-- Source data --
------------

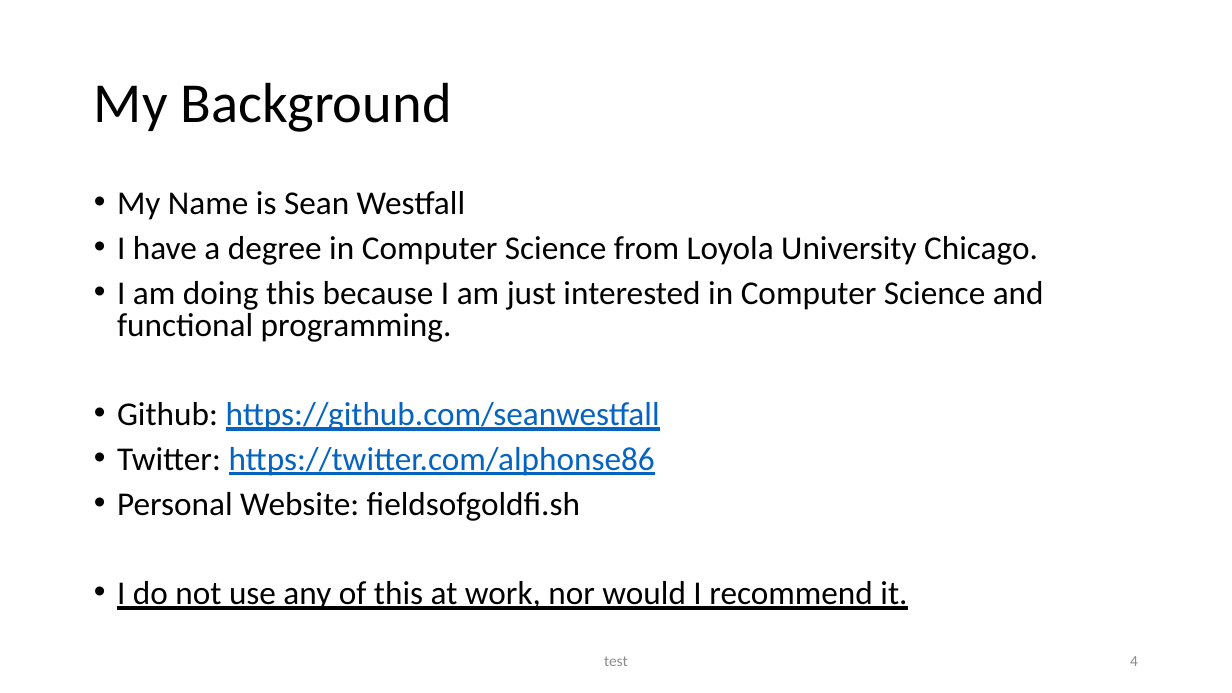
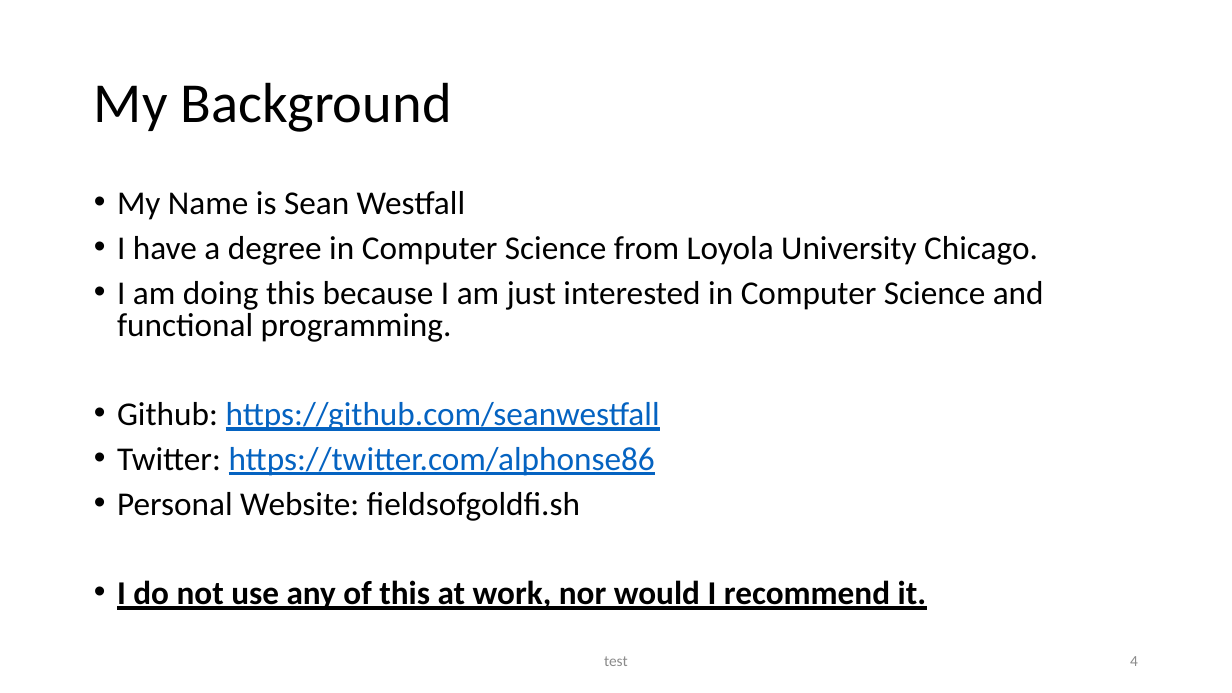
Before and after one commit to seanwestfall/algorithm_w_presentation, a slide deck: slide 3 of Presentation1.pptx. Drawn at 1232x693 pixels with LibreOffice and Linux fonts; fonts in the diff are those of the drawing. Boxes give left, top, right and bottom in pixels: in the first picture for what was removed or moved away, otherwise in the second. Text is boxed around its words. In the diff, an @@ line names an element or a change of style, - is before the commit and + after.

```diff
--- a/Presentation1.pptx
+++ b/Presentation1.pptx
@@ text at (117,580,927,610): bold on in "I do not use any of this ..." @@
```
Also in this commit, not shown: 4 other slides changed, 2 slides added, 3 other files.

------------

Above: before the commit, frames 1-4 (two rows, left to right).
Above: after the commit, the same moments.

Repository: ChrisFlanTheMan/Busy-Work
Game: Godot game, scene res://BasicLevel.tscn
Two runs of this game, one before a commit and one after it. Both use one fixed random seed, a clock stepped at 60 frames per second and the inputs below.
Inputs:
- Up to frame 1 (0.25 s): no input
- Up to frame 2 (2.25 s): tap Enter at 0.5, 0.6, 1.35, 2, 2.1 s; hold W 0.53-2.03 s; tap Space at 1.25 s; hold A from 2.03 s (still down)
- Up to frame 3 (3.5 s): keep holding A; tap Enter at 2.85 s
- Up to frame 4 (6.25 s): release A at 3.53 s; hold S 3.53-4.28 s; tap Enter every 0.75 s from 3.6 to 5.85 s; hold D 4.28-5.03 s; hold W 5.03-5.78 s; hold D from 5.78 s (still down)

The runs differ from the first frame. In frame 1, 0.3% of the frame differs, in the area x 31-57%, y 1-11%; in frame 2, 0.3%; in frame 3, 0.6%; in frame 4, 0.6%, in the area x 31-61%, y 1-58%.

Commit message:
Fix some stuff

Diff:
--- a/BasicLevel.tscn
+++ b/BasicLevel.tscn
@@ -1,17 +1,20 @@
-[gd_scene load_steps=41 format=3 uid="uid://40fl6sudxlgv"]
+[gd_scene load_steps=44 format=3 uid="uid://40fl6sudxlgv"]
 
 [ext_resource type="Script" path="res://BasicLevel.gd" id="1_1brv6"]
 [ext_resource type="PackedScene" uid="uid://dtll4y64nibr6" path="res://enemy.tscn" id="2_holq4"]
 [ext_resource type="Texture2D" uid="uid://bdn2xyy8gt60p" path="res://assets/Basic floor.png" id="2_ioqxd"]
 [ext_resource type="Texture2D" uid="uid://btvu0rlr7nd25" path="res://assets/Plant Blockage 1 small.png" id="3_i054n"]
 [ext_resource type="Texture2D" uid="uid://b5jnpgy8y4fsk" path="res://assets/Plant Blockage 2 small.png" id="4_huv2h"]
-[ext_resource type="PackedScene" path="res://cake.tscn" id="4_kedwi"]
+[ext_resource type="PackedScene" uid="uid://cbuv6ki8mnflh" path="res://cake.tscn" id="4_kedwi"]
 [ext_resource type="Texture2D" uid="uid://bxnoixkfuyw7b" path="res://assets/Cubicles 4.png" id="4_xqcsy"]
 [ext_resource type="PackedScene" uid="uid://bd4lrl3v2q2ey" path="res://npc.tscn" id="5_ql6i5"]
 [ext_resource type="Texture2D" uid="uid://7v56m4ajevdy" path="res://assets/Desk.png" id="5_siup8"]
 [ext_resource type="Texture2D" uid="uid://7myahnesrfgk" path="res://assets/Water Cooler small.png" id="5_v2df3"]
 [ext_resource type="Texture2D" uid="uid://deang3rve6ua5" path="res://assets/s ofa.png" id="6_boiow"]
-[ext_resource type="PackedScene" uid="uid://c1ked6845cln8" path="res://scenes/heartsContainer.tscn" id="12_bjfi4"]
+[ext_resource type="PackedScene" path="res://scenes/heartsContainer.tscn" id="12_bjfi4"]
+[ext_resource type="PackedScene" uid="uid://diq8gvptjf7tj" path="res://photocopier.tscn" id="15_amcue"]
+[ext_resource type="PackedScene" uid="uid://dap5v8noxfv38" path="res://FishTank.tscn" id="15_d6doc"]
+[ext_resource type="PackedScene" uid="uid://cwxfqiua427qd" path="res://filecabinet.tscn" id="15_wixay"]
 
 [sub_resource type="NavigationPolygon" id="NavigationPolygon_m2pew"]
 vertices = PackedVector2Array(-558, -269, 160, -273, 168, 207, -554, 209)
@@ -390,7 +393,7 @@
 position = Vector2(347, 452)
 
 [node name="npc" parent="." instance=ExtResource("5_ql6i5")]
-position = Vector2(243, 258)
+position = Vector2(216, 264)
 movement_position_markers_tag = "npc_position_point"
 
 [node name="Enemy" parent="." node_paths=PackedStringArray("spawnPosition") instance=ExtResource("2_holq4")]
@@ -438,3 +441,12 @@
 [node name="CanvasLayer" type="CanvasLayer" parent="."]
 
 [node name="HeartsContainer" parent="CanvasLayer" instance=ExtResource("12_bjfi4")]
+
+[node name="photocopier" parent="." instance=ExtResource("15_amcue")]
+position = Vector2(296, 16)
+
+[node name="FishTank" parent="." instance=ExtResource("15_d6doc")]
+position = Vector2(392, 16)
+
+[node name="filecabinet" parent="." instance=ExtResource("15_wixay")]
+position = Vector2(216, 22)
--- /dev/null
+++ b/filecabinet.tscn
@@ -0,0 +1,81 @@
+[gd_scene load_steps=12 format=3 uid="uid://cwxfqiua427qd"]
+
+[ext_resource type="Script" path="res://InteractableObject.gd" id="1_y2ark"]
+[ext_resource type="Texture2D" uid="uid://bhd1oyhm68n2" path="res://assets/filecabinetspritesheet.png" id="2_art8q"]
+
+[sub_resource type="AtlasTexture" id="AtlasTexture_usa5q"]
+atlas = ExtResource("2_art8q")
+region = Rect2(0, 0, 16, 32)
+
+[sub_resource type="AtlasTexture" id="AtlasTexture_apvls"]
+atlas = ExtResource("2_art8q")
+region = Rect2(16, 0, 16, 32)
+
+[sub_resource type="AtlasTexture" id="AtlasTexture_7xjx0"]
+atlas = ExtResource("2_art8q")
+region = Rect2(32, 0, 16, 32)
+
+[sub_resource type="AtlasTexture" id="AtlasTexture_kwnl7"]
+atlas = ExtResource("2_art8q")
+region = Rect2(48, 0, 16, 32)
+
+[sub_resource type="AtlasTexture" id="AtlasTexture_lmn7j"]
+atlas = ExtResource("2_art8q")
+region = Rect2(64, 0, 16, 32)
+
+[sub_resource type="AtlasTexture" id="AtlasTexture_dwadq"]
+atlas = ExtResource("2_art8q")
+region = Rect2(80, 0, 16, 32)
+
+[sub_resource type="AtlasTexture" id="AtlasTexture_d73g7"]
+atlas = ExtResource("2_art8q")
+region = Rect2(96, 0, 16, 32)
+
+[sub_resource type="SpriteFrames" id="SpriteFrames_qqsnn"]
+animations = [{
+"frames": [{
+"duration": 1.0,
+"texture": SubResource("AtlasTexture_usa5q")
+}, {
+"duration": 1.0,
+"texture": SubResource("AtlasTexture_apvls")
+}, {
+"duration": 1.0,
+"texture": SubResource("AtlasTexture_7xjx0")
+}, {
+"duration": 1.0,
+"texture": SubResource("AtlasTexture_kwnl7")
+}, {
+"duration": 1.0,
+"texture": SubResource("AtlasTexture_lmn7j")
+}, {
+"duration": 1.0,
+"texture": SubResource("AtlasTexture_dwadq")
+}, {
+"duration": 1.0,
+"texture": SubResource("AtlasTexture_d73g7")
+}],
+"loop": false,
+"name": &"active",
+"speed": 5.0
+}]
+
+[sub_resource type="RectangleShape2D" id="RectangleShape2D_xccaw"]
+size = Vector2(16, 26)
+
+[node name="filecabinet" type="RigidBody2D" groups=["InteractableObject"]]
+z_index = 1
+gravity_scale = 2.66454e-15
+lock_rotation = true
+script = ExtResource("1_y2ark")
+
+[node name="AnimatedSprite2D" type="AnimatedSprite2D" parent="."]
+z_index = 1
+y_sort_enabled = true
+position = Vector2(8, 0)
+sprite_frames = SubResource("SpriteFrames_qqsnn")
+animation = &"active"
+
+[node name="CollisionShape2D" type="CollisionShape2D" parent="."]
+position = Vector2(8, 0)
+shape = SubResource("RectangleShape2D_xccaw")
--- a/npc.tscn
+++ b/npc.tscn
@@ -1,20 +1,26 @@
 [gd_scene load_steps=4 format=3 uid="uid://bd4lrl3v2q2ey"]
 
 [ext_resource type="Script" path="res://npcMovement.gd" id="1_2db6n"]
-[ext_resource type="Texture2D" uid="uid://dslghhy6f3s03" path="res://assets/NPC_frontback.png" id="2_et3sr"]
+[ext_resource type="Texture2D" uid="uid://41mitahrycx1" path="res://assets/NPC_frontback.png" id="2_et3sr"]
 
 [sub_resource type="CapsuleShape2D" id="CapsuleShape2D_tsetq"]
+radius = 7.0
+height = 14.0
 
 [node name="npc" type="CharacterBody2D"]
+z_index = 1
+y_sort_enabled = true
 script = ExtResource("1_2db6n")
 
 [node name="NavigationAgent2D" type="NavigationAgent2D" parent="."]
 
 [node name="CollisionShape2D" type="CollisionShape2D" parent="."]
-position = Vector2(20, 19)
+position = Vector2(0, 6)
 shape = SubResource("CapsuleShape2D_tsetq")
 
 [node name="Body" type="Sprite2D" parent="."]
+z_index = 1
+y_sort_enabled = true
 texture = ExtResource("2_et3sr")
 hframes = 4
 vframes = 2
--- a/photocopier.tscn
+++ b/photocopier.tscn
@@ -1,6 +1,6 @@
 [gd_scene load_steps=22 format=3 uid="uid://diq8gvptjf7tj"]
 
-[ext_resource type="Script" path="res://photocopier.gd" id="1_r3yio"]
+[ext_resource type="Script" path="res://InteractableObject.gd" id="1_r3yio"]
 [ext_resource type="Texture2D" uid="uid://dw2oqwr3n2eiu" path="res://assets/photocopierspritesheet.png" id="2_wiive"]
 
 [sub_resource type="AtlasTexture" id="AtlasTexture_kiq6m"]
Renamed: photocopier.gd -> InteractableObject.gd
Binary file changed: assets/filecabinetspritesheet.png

------------

-- What is expected --
For each line of the material that contains "FishTank", return a copy.

-- Result for this task --
+[ext_resource type="PackedScene" uid="uid://dap5v8noxfv38" path="res://FishTank.tscn" id="15_d6doc"]
+[node name="FishTank" parent="." instance=ExtResource("15_d6doc")]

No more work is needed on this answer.